Before the sun had set that previous night, Pansy had kissed that scar and thought of war wounds and burns and lost limbs… and how lucky she and Draco had been.
"I was about to say this is unusual," muttered Draco coolly, "sneaking out like a thief in the night. But it's not is it? It's a typical Parkinson tantrum. I thought we'd got beyond such screaming infantilism."
Pansy considered what she could say. 'It's not like that' sprung to her throat and choked there. Indignant shouts, tears, fierce debate…. That's the typical Parkinson response. She could feel the words and screams forming in her stomach. They were all correct. They were all her. But they were not the words she chose to use now. Draco looked like he had been betrayed and she had not even left yet. A strange paradoxical relief claimed her as her eyes remained dry and mind remained clear. She felt sick but sure.
"I was going to write you a letter – rude, I realize, insufficient – however, it was the only way I could think to express myself plainly. I need to explain… I'm just scared I won't do either of us a service-"
"Oh, I can't wait to hear this," he hissed. "Storming out during your own party – and why? Sulking that I invited my friend? Jealous that I spoke to someone other than you – who you told me to speak to? Or is it some other imagined slight? I know you, Parkinson. You'll pout for a day and be fine. Let's not have the dramatics. "
Pansy glared at him impassively.
"You do know me, just as I know you, Malfoy." If he wanted to reduce them to patronizing schoolboy last names, fine. For once though, Pansy's voice stayed calm… almost kind. "Any other time you wouldn't have let me eject Goyle from the house – your house. Any other time you would not even admit to looking at another girl even if the evidence, and more, was plain to both of us. Any other time you would have let me scream and run while you said nothing and did nothing. You know something is different, that something with us is fundamentally wrong for you to even be here, being angry, and trying to stop me."
That stilled his tongue, though his face remained immovable.
"I need to go, Draco, and we need to stop this."
"Stop what?" There was a hint of a naïve plea in his voice that made Pansy's heart swing sickeningly.
"I… I love you. I'll always love you… You're quick, ambitious, attention-seeking, an utter childish pain, and my best friend. Together I honestly think we could conquer the world - if liquor and distractions didn't get in the way." She let out a little hiccupping laugh. "You're almost my other self, which speaks vastly of my own narcissism. The way you behave could be me. And I can't help but accept the fact you will put yourself above everyone, thinking only of you and your own. I love the self-preserving coward in you. And I love how kindness and goodness can slip out the cracks, despite yourself.

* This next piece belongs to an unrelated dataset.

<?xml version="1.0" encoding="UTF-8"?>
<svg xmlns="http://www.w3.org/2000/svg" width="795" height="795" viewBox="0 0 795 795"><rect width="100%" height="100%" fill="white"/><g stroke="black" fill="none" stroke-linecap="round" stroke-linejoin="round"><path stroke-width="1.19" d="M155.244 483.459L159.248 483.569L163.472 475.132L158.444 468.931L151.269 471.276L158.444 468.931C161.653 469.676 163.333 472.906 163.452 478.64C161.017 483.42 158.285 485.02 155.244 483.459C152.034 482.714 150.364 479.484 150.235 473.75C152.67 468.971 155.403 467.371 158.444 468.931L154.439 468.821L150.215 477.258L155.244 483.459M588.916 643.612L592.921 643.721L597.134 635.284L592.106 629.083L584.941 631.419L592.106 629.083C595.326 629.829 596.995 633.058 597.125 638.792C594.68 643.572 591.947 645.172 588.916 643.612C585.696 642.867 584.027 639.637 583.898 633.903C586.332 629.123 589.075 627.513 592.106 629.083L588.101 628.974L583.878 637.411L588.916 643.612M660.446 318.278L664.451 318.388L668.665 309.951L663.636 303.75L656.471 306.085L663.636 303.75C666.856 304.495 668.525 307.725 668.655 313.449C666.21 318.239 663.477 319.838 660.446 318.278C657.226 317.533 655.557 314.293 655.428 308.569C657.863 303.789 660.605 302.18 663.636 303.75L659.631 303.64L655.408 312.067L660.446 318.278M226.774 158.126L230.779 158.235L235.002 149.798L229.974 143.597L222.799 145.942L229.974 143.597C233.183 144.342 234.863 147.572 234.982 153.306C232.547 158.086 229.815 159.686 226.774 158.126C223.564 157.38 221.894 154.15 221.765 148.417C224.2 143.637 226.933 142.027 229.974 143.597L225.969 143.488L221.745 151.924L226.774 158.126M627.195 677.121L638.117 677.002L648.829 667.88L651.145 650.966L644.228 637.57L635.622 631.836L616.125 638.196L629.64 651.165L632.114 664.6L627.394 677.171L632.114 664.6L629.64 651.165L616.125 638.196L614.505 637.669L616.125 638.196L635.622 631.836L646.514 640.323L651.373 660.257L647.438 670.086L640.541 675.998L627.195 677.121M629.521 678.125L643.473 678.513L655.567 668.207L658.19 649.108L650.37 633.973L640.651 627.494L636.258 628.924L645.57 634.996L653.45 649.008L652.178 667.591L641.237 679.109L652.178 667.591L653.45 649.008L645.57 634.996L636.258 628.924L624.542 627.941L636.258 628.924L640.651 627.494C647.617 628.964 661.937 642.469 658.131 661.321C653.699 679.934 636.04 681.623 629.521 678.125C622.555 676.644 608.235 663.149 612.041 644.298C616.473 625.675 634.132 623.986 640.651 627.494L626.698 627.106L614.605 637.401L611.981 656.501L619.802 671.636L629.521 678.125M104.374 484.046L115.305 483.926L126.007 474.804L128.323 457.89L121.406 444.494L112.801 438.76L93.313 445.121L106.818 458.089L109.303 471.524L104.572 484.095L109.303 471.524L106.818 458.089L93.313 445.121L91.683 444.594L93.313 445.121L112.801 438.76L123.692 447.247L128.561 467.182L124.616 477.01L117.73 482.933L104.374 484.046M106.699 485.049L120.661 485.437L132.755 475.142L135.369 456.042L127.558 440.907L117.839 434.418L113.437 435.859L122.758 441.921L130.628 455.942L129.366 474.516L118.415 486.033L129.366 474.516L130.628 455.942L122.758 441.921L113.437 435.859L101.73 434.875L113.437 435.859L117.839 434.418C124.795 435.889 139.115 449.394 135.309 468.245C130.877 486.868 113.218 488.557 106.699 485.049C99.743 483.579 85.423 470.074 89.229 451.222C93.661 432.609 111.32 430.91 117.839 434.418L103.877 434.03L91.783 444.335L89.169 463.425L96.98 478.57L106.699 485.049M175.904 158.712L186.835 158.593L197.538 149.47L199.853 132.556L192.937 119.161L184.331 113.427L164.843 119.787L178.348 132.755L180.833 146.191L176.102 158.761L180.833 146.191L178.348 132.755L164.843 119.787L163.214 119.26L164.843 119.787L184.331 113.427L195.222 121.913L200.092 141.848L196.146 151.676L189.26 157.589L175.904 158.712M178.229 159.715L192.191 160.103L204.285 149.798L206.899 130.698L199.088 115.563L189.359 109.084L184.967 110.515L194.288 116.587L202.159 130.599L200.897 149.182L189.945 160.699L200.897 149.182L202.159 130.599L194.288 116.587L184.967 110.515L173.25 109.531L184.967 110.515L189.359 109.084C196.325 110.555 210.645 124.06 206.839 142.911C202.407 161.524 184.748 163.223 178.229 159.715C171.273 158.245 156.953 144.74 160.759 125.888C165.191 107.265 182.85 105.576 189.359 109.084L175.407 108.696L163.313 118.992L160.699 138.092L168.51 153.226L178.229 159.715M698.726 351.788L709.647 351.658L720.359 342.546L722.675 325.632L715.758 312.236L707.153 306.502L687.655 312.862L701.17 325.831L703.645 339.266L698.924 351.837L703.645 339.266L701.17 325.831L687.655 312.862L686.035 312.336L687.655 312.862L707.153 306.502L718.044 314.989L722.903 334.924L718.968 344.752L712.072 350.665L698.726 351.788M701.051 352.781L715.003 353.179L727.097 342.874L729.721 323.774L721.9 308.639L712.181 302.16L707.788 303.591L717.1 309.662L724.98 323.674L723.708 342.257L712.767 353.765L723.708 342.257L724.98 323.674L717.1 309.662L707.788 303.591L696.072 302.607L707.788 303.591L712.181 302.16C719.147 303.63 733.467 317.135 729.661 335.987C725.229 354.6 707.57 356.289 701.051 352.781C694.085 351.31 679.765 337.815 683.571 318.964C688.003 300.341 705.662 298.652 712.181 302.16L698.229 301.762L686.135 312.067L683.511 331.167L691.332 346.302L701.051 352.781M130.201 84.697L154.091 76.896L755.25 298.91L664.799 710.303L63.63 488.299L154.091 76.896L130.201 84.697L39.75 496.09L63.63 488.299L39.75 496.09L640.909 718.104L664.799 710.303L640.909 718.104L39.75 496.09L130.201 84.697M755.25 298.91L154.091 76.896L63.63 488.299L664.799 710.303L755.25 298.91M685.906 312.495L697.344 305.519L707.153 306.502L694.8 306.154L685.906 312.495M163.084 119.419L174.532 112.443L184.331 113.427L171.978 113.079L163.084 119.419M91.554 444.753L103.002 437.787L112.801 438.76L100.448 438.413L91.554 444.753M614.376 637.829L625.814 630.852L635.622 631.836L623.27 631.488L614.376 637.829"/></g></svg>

I even accept the evil in you. How fear and cowardliness could drive you to attempt murder. How loyalty could lead you to lock up innocents in the basement. How cruelty could lead you to… much worse."
Draco stilled, as if he was petrifying before her.
"And-and, this is the crux of the matter, I almost love you more for these offenses. I love the fact you risked others to save your own skin, because honestly Draco, I would hate to live in a world that you were not a part of.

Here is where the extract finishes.